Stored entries
****************************************
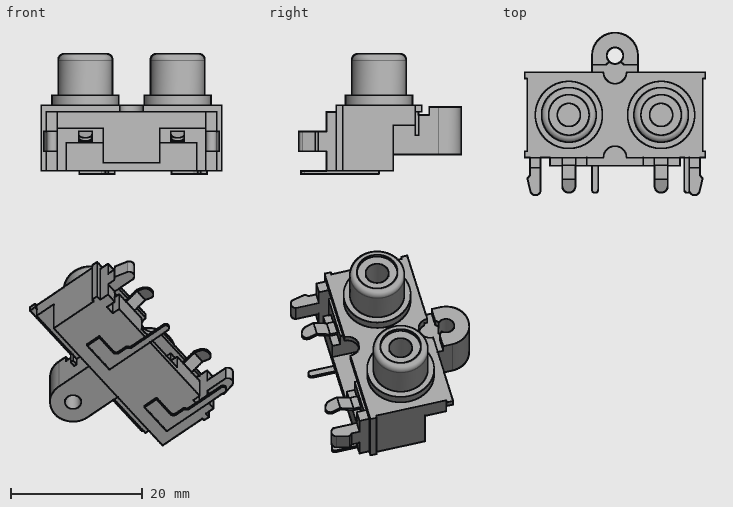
import cadquery as cq


EMBED = 0.27

JACK_PITCH = 14.0
JACK_X = (-JACK_PITCH / 2, JACK_PITCH / 2)
JACK_TOP = 17.8
FLANGE_R = 5.1
FLANGE_TOP = 11.5
SLEEVE_R = 8.3 / 2
SLEEVE_FILLET = 1.0
RIM_R = 3.07
RIM_DEPTH = 0.5
SOCKET_R = 1.75

PLATE_W = 27.4
PLATE_D = 13.0
HOUSING_H = 10.0
PLATE_T = 1.05
PLATE_UNDERSIDE = HOUSING_H - PLATE_T
BLOCK_W = 26.63
CORNER_TAB_D = 1.0
FRONT_Y = -PLATE_D / 2
BACK_Y = PLATE_D / 2
BLOCK_BACK_Y = BACK_Y - CORNER_TAB_D
LOWER_BACK_Y = 2.2
BACK_STEP_Z = 6.95
NOTCH_R = 1.75

FRONT_LIP_W = 19.73
FRONT_LIP_Y = -7.73
FRONT_LIP_TOP = 4.3
CAVITY_BACK_Y = -3.1
CAVITY_W = 8.6
CAVITY_FLOOR = 1.23
SHELF_Z = 6.5
POST_INNER_X = 11.3
POST_W = 1.65
POST_OUTER_X = POST_INNER_X + POST_W
POST_FRONT_Y = -8.0

ARM_BOTTOM = 2.95
ARM_TOP = 6.0
BARB_START_Y = -9.2
BARB_X = 13.32
BARB_PEAK_Y = -9.65
ARM_TIP_Y = -12.2
ARM_TIP_X = 12.1
ARM_SHOULDER_Y = -11.62
ARM_SHOULDER_X = 12.85

TONGUE_W = 2.03
TONGUE_T = 0.5
TONGUE_FLAT_TOP = 5.05
TONGUE_PEAK_TOP = 6.0
TONGUE_BEND_Y = -7.65
TONGUE_PEAK_Y = -9.73
TONGUE_TIP_Y = -11.8

LUG_R = 3.5
LUG_Y = 9.0
LUG_HOLE_R = 1.23
LUG_BOTTOM = 2.47
LUG_TOP = 9.73
LUG_STEP_Z = 8.5
LUG_STEP_Y = 7.62
BACK_RIB_W = 8.77
BACK_RIB_D = 0.5
BACK_RIB_BOTTOM = 5.43

TERMINAL_T = 0.5
FOOT_LEFT = -0.95
FOOT_FRONT_Y = -2.38
FOOT_EDGE_FILLET = 0.16
NECK_LEFT = 3.05
NECK_ROOT_FILLET = 0.6
NECK_SLANT_START_Y = -4.52
NECK_SLANT_END_Y = -4.9
NECK_SLANT_FILLET = 0.27
PIN_OFFSET = 3.97
PIN_W = 1.0
PIN_TIP_Y = -11.85


def box(x0, x1, y0, y1, z0, z1):
    """Axis-aligned block between two opposite corners."""
    return cq.Workplane("XY").box(x1 - x0, y1 - y0, z1 - z0, centered=False).translate((x0, y0, z0))


def wide_box(width, y0, y1, z0, z1):
    """Block centred on X = 0."""
    return box(-width / 2, width / 2, y0, y1, z0, z1)


def cylinder(x, y, radius, z0, z1):
    """Upright cylinder."""
    return cq.Workplane("XY", origin=(x, y, z0)).circle(radius).extrude(z1 - z0)


def main_block():
    """Stepped block with a wider front flange and rear corner tabs."""
    block = wide_box(BLOCK_W, FRONT_Y, LOWER_BACK_Y, 0, HOUSING_H)
    upper_back = wide_box(BLOCK_W, FRONT_Y, BLOCK_BACK_Y, BACK_STEP_Z, HOUSING_H)
    front_flange = wide_box(PLATE_W, FRONT_Y, FRONT_Y + CORNER_TAB_D, 0, HOUSING_H)
    back_edge = wide_box(PLATE_W, BLOCK_BACK_Y, BACK_Y, PLATE_UNDERSIDE, HOUSING_H)
    front_lip = wide_box(FRONT_LIP_W, FRONT_LIP_Y, FRONT_Y, 0, FRONT_LIP_TOP)
    return block.union(upper_back).union(front_flange).union(back_edge).union(front_lip)


def front_cavity():
    """Deep central pocket and the wide, shallower gap under the cover plate."""
    pocket = wide_box(CAVITY_W, FRONT_LIP_Y, CAVITY_BACK_Y, CAVITY_FLOOR, PLATE_UNDERSIDE)
    gap = wide_box(2 * POST_INNER_X, FRONT_LIP_Y, CAVITY_BACK_Y, SHELF_Z, PLATE_UNDERSIDE)
    return pocket.union(gap)


def plate_notches():
    """Half-round notches in the plate edges; the back one reaches down to the step of the lug."""
    front = cylinder(0, FRONT_Y, NOTCH_R, PLATE_UNDERSIDE, HOUSING_H)
    back = cylinder(0, BACK_Y, NOTCH_R, LUG_STEP_Z, HOUSING_H)
    return front.union(back)


def mounting_lug():
    """Round-ended lug with a screw hole, stepped down beside the cover plate."""
    lug = cylinder(0, LUG_Y, LUG_R, LUG_BOTTOM, LUG_TOP)
    lug = lug.union(wide_box(2 * LUG_R, LUG_STEP_Y, LUG_Y, LUG_BOTTOM, LUG_TOP))
    lug = lug.cut(wide_box(2 * LUG_R, LUG_Y - LUG_R, LUG_STEP_Y, LUG_STEP_Z, LUG_TOP))
    lug = lug.union(wide_box(2 * LUG_R, LOWER_BACK_Y - EMBED, LUG_STEP_Y, LUG_BOTTOM, BACK_STEP_Z))
    lug = lug.union(wide_box(2 * LUG_R, BLOCK_BACK_Y, LUG_STEP_Y, LUG_BOTTOM, LUG_STEP_Z))
    lug = lug.cut(cylinder(0, LUG_Y, LUG_HOLE_R, LUG_BOTTOM, LUG_TOP))
    rib_back_y = BLOCK_BACK_Y + BACK_RIB_D
    rib = wide_box(BACK_RIB_W, BLOCK_BACK_Y, rib_back_y, BACK_RIB_BOTTOM, PLATE_UNDERSIDE)
    return lug.union(rib)


def snap_post():
    """Post on the +X side with its barbed snap arm."""
    post = box(POST_INNER_X, POST_OUTER_X, POST_FRONT_Y, FRONT_Y, 0, PLATE_UNDERSIDE)
    arm = (
        cq.Workplane("XY", origin=(0, 0, ARM_BOTTOM))
        .moveTo(POST_INNER_X, FRONT_Y)
        .lineTo(POST_OUTER_X, FRONT_Y)
        .lineTo(POST_OUTER_X, BARB_START_Y)
        .lineTo(BARB_X, BARB_PEAK_Y)
        .lineTo(ARM_SHOULDER_X, ARM_SHOULDER_Y)
        .threePointArc((ARM_TIP_X, ARM_TIP_Y), (POST_INNER_X, ARM_SHOULDER_Y))
        .close()
        .extrude(ARM_TOP - ARM_BOTTOM)
    )
    return post.union(arm)


def tongue(x):
    """Kinked strip with a round tip, standing out of the front wall."""
    back_y = FRONT_Y + EMBED
    top_edge = [
        (back_y, TONGUE_FLAT_TOP),
        (TONGUE_BEND_Y, TONGUE_FLAT_TOP),
        (TONGUE_PEAK_Y, TONGUE_PEAK_TOP),
        (TONGUE_TIP_Y, TONGUE_FLAT_TOP),
    ]
    bottom_edge = [(y, z - TONGUE_T) for y, z in reversed(top_edge)]
    strip = (
        cq.Workplane("YZ", origin=(x, 0, 0))
        .polyline(top_edge + bottom_edge)
        .close()
        .extrude(TONGUE_W / 2, both=True)
    )
    radius = TONGUE_W / 2
    round_y = TONGUE_TIP_Y + radius
    plan = box(x - radius, x + radius, round_y, back_y, 0, HOUSING_H)
    plan = plan.union(cylinder(x, round_y, radius, 0, HOUSING_H))
    return strip.intersect(plan)


def jack(x):
    """Flange and rounded sleeve standing on the cover plate."""
    sleeve = cylinder(x, 0, SLEEVE_R, HOUSING_H, JACK_TOP)
    sleeve = sleeve.faces(">Z").edges().fillet(SLEEVE_FILLET)
    sleeve = sleeve.cut(cylinder(x, 0, RIM_R, JACK_TOP - RIM_DEPTH, JACK_TOP))
    flange = cylinder(x, 0, FLANGE_R, HOUSING_H, FLANGE_TOP)
    socket = cylinder(x, 0, SOCKET_R, HOUSING_H, JACK_TOP)
    return sleeve.union(flange).cut(socket)


def make_housing():
    """Block with its cavity, lug, notches, snap posts, jacks and tongues, fused as one body."""
    body = main_block().cut(front_cavity()).union(mounting_lug()).cut(plate_notches())
    post = snap_post()
    body = body.union(post).union(post.mirror("YZ"))
    for x in JACK_X:
        body = body.union(jack(x)).union(tongue(x))
    return body


def round_corner(plate, corner, radius):
    """Fillet the upright edge of a plate nearest to the given (x, y, z) corner."""
    return plate.edges("|Z").edges(cq.selectors.NearestToPointSelector(corner)).fillet(radius)


def make_terminal(jack_x):
    """Flat contact under the housing: foot below the jack, side neck, and round-ended pin."""
    pin_left = PIN_OFFSET - PIN_W / 2
    pin_right = PIN_OFFSET + PIN_W / 2
    pin_round_y = PIN_TIP_Y + PIN_W / 2
    neck_root = (NECK_LEFT, FOOT_FRONT_Y)
    slant_start = (NECK_LEFT, NECK_SLANT_START_Y)
    slant_end = (pin_left, NECK_SLANT_END_Y)
    terminal = (
        cq.Workplane("XY", origin=(0, 0, -TERMINAL_T))
        .moveTo(FOOT_LEFT, 0)
        .lineTo(pin_right, 0)
        .lineTo(pin_right, pin_round_y)
        .threePointArc((PIN_OFFSET, PIN_TIP_Y), (pin_left, pin_round_y))
        .lineTo(*slant_end)
        .lineTo(*slant_start)
        .lineTo(*neck_root)
        .lineTo(FOOT_LEFT, FOOT_FRONT_Y)
        .close()
        .extrude(TERMINAL_T)
    )
    mid_z = -TERMINAL_T / 2
    terminal = round_corner(terminal, (*neck_root, mid_z), NECK_ROOT_FILLET)
    terminal = round_corner(terminal, (*slant_start, mid_z), NECK_SLANT_FILLET)
    terminal = round_corner(terminal, (*slant_end, mid_z), NECK_SLANT_FILLET)
    terminal = terminal.faces(">Y").edges("<Z").fillet(FOOT_EDGE_FILLET)
    return terminal.translate((jack_x, 0, 0))


housing = make_housing()
terminals = [make_terminal(x) for x in JACK_X]

result = cq.Compound.makeCompound([housing.solids().val(), *[terminal.val() for terminal in terminals]])
****************************************
* **Activity**: Starting at the line that contains "origin=(0, 0, ARM_BOTTOM))" and stopping after the line that contains "return post.union(arm)", write out every line exactly as it appears above, and no other line.

* **Answer section**:
        cq.Workplane("XY", origin=(0, 0, ARM_BOTTOM))
        .moveTo(POST_INNER_X, FRONT_Y)
        .lineTo(POST_OUTER_X, FRONT_Y)
        .lineTo(POST_OUTER_X, BARB_START_Y)
        .lineTo(BARB_X, BARB_PEAK_Y)
        .lineTo(ARM_SHOULDER_X, ARM_SHOULDER_Y)
        .threePointArc((ARM_TIP_X, ARM_TIP_Y), (POST_INNER_X, ARM_SHOULDER_Y))
        .close()
        .extrude(ARM_TOP - ARM_BOTTOM)
    )
    return post.union(arm)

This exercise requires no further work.